Instructions for the task
This exercise calls for copying every line below that holds the word "callback".
----- Data extract
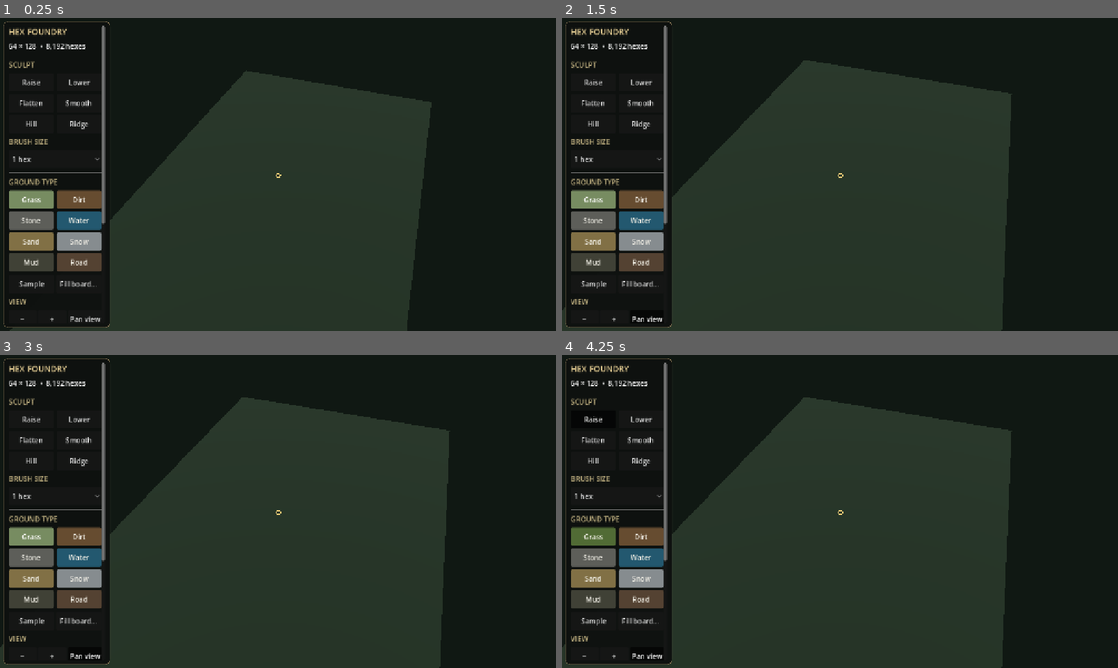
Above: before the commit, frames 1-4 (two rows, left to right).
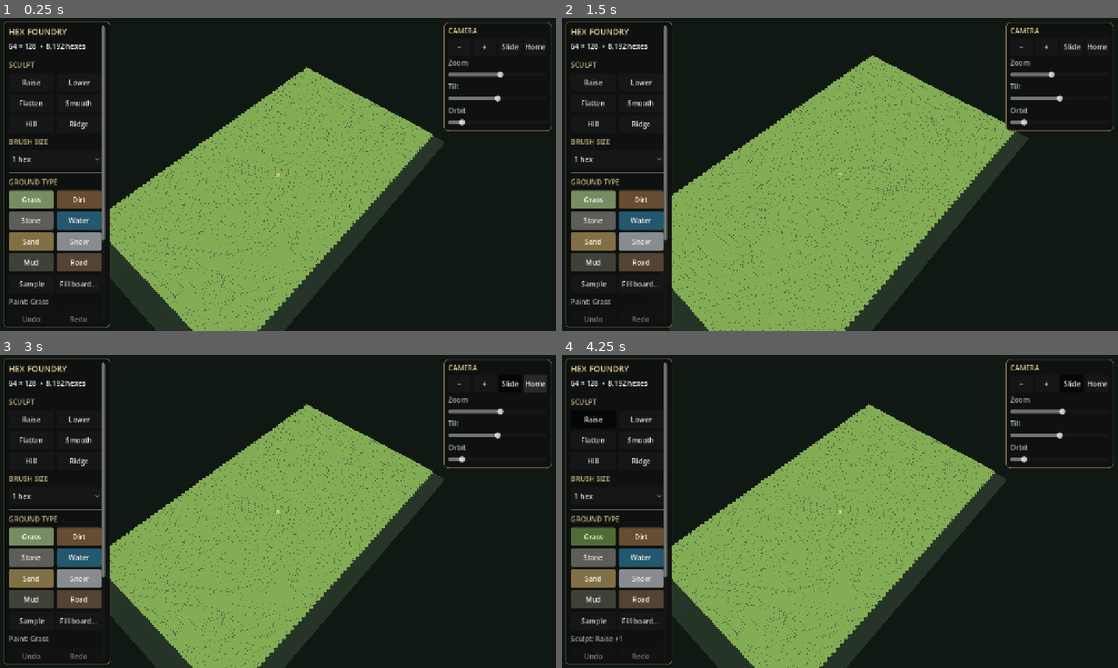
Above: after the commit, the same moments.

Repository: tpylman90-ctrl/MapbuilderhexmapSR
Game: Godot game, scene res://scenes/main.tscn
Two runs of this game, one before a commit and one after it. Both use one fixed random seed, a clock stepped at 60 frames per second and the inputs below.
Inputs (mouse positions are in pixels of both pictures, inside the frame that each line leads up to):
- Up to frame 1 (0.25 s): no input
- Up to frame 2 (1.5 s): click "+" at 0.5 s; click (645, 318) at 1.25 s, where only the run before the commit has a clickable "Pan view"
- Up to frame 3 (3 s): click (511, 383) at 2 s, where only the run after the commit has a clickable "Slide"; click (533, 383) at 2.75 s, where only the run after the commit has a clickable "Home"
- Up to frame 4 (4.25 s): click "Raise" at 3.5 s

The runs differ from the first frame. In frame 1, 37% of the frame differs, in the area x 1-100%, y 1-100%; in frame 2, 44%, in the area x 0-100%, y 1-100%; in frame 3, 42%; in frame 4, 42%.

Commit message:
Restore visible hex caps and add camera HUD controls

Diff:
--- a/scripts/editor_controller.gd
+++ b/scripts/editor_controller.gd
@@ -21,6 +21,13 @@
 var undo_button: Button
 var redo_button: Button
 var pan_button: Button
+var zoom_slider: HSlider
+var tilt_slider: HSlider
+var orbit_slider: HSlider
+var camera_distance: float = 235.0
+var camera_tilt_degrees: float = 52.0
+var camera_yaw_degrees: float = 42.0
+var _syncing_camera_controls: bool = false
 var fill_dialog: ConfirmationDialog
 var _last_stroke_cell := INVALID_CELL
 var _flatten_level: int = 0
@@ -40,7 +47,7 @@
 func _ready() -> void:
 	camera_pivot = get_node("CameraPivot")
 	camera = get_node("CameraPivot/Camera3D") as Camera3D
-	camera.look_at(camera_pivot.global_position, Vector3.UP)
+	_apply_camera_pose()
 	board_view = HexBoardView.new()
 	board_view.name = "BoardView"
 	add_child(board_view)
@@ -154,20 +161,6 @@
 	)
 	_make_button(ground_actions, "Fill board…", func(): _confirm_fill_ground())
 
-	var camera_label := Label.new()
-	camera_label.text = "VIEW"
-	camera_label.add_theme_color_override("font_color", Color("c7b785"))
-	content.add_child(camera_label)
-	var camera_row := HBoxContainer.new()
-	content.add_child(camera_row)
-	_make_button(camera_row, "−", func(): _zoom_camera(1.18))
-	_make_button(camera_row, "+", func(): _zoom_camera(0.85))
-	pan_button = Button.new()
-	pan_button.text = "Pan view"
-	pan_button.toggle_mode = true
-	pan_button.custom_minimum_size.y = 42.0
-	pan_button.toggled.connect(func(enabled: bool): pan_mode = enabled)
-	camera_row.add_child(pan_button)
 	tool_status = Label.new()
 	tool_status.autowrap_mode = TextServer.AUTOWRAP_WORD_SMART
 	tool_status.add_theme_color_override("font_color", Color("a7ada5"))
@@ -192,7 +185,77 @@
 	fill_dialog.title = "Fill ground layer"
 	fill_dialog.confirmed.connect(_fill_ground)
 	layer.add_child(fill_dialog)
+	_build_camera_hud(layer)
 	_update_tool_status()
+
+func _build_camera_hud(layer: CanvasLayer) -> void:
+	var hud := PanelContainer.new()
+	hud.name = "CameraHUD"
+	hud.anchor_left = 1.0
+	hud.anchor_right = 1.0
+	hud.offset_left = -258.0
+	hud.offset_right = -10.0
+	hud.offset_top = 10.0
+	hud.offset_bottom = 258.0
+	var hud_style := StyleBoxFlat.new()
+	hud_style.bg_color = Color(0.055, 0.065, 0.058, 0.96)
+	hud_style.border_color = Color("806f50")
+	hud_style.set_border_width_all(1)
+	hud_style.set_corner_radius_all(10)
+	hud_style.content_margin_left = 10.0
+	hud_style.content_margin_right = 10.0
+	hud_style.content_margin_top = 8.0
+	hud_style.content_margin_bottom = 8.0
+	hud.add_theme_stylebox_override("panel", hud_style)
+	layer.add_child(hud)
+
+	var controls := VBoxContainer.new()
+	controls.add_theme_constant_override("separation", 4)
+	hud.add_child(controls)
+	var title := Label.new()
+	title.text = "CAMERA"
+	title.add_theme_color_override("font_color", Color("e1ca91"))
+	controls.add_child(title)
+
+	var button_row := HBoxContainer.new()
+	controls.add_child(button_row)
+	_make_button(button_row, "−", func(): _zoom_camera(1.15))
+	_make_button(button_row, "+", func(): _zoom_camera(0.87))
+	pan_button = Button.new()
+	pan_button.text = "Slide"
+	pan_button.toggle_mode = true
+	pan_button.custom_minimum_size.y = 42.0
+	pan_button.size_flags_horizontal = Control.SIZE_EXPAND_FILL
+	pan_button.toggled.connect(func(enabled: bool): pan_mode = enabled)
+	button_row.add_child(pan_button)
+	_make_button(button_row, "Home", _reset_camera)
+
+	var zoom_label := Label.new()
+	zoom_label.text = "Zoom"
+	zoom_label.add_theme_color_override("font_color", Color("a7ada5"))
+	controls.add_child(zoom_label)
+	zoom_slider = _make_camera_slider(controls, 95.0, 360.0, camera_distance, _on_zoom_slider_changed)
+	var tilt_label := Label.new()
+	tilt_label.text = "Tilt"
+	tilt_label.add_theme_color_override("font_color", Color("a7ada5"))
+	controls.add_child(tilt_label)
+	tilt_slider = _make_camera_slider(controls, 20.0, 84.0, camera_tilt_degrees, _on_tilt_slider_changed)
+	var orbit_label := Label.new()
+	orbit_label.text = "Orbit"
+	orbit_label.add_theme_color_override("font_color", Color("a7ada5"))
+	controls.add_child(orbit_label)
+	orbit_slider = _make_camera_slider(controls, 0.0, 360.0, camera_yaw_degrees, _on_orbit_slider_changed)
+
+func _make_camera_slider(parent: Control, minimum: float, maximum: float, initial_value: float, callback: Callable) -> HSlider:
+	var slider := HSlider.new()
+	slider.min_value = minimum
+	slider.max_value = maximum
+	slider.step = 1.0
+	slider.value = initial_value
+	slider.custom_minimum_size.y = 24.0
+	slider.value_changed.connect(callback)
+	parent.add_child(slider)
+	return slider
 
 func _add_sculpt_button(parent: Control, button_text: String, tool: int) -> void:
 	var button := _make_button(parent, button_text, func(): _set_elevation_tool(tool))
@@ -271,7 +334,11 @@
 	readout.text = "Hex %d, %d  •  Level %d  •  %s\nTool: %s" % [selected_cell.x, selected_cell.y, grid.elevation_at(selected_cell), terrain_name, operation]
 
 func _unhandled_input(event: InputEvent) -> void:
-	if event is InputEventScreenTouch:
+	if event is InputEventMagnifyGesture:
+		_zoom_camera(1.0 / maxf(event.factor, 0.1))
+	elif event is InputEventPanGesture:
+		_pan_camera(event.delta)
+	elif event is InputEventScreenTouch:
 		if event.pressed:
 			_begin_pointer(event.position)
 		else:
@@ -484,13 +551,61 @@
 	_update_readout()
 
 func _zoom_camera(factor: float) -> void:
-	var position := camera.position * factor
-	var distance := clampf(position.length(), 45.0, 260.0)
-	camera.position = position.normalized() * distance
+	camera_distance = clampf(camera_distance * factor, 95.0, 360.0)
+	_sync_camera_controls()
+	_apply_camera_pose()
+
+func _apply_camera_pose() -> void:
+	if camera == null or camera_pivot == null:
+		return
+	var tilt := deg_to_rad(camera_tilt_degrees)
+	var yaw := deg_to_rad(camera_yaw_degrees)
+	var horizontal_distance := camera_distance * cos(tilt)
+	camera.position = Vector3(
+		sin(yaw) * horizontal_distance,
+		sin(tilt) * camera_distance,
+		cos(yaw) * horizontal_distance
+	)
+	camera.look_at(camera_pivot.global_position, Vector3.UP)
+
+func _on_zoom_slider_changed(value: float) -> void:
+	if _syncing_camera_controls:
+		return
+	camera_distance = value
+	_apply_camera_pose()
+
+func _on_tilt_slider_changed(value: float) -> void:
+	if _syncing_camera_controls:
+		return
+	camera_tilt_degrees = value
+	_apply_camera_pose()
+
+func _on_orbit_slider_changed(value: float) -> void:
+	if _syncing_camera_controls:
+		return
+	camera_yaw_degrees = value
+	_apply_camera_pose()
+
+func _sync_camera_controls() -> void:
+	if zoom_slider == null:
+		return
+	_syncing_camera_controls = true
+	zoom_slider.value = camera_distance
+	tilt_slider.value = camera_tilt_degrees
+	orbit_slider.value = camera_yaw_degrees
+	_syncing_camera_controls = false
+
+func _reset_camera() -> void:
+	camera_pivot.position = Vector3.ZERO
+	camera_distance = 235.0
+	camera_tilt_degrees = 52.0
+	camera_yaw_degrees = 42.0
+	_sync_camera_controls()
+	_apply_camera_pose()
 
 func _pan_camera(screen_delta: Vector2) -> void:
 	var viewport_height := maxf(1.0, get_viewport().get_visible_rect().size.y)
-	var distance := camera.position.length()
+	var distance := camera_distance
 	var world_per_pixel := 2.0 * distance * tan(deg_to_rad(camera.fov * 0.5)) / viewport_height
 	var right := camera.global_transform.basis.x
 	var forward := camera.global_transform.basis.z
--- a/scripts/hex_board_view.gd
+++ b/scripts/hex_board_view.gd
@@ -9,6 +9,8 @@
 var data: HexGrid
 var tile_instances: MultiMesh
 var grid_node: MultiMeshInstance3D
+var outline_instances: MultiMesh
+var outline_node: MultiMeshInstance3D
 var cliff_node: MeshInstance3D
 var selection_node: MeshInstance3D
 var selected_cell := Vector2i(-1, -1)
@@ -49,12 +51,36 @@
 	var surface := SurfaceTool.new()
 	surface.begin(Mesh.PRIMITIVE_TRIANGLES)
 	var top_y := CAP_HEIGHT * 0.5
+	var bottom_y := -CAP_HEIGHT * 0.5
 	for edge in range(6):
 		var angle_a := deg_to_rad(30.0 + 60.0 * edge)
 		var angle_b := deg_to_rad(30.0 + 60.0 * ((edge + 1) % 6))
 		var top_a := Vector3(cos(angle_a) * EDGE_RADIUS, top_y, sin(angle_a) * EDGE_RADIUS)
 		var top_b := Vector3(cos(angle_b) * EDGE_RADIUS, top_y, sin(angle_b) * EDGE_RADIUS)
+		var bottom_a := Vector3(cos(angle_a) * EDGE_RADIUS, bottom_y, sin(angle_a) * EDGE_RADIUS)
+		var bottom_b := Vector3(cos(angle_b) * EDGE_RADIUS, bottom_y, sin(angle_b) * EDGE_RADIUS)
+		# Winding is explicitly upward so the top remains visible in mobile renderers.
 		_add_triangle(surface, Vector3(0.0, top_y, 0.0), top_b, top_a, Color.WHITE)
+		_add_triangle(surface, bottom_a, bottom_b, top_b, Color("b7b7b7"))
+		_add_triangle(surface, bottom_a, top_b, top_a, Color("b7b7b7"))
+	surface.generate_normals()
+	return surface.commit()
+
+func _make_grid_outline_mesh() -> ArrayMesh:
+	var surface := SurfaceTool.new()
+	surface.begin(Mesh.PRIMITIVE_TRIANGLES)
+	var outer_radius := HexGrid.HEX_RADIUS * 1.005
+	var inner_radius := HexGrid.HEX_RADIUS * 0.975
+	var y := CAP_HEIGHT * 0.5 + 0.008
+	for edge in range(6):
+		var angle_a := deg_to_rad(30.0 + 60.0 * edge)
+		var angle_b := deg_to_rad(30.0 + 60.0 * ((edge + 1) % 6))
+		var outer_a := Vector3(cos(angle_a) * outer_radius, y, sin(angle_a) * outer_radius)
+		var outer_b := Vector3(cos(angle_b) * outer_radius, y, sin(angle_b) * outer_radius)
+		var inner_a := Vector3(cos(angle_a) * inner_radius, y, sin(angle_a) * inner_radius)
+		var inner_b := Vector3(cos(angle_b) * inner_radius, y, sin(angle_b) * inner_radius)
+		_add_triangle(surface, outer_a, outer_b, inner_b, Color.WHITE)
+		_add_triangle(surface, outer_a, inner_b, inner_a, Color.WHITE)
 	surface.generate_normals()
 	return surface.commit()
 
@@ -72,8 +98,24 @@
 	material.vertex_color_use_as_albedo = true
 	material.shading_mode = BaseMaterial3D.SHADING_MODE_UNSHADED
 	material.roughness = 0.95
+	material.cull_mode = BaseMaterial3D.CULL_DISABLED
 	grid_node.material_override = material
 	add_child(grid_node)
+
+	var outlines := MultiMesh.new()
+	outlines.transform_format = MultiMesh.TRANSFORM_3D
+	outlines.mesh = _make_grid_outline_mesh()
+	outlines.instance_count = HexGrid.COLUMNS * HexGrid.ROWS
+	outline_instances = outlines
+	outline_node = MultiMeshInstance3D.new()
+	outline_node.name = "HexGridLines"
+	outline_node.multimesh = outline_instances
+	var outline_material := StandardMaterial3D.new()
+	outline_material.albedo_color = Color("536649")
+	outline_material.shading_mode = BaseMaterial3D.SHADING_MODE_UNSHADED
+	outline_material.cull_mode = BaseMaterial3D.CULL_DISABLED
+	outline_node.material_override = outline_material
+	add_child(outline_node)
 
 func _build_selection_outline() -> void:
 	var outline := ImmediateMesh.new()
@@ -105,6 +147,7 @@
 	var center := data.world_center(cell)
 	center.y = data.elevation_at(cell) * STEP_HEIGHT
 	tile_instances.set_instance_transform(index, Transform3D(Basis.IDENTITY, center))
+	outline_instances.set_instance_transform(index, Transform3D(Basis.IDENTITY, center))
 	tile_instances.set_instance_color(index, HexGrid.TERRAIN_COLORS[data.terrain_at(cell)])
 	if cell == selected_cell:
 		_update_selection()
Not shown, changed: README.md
----------
Exercise output
+func _make_camera_slider(parent: Control, minimum: float, maximum: float, initial_value: float, callback: Callable) -> HSlider:
+	slider.value_changed.connect(callback)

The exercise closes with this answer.